ENTRIES SUPPLIED: Begin

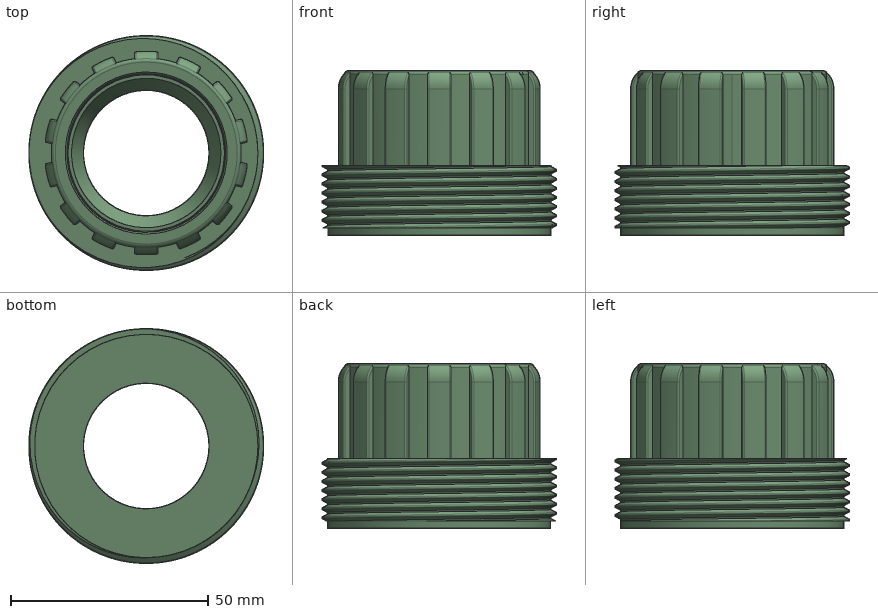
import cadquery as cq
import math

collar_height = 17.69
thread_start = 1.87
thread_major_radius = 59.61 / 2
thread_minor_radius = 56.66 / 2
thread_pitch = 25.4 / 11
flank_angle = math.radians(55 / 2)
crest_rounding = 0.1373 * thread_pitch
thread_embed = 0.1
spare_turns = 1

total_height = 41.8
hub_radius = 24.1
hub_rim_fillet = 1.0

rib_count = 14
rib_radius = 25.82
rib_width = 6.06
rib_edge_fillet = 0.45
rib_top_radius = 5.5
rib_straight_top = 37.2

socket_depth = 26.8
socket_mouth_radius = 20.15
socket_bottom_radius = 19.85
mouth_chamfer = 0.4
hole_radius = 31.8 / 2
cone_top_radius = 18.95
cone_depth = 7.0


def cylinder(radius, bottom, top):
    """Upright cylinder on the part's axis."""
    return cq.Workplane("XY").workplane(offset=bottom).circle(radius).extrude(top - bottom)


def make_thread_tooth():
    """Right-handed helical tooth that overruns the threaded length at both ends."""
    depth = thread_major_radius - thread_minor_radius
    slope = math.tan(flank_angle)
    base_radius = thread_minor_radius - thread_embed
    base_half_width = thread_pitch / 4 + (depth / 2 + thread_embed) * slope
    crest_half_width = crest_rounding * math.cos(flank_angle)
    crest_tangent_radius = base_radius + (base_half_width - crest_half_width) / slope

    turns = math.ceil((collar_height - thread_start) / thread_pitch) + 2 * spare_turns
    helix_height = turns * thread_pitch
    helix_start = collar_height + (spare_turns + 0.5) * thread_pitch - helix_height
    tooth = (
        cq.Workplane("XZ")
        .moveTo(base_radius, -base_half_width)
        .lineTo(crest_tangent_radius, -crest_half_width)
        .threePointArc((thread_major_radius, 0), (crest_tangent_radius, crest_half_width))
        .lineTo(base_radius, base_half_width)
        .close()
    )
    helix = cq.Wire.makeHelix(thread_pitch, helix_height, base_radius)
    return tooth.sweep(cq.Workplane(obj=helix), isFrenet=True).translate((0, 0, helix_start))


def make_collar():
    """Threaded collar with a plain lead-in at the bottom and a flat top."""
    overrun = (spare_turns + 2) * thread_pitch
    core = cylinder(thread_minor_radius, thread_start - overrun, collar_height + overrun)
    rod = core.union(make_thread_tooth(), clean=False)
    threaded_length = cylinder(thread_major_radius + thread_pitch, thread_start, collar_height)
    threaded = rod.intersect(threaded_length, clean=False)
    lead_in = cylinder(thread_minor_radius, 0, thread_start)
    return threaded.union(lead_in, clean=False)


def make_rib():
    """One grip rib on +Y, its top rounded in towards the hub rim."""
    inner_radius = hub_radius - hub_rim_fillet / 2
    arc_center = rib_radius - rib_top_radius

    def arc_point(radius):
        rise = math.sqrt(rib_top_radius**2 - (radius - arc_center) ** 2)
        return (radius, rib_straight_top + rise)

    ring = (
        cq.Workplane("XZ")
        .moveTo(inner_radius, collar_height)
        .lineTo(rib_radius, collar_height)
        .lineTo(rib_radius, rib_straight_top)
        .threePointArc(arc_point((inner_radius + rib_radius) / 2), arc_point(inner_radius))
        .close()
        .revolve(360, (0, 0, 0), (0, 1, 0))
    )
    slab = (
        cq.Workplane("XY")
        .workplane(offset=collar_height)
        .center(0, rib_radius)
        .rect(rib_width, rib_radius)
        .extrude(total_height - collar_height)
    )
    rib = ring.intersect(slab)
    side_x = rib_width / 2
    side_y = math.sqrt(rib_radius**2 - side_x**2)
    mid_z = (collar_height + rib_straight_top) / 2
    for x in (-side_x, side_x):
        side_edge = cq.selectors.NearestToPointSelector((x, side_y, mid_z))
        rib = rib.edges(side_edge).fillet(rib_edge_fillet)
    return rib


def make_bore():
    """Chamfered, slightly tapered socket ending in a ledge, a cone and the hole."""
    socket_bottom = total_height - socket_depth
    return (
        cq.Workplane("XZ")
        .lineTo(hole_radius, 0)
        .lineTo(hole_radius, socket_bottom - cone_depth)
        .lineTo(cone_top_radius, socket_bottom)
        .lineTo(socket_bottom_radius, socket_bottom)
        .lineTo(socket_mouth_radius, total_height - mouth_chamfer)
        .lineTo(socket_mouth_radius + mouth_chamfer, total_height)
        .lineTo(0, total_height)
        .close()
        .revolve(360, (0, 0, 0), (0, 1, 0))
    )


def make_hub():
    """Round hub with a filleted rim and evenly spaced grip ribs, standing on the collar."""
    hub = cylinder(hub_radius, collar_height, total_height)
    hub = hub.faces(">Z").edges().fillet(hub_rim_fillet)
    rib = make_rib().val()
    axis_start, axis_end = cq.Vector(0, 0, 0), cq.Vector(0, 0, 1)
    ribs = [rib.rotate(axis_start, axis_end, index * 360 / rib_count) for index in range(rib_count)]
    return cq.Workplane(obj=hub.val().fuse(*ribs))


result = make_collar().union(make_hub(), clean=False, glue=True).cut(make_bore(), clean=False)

ENTRIES SUPPLIED: End
ENTRIES SUPPLIED: Begin

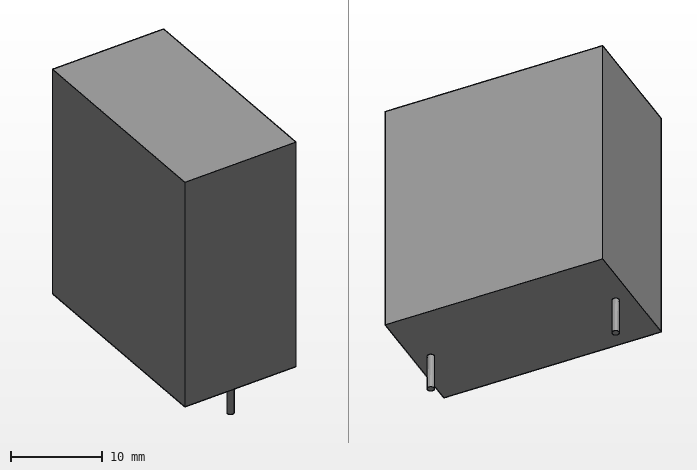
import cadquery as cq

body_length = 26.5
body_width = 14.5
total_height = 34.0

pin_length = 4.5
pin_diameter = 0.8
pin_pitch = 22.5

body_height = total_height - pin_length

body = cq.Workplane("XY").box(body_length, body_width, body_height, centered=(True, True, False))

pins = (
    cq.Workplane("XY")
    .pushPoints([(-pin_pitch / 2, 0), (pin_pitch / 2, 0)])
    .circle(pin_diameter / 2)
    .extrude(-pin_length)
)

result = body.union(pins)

ENTRIES SUPPLIED: End

TASK PROMPT:
Check the lines above for the word "ribs" and give the number of lines where it appears, with no other text.

THE COMPLETED TASK:
3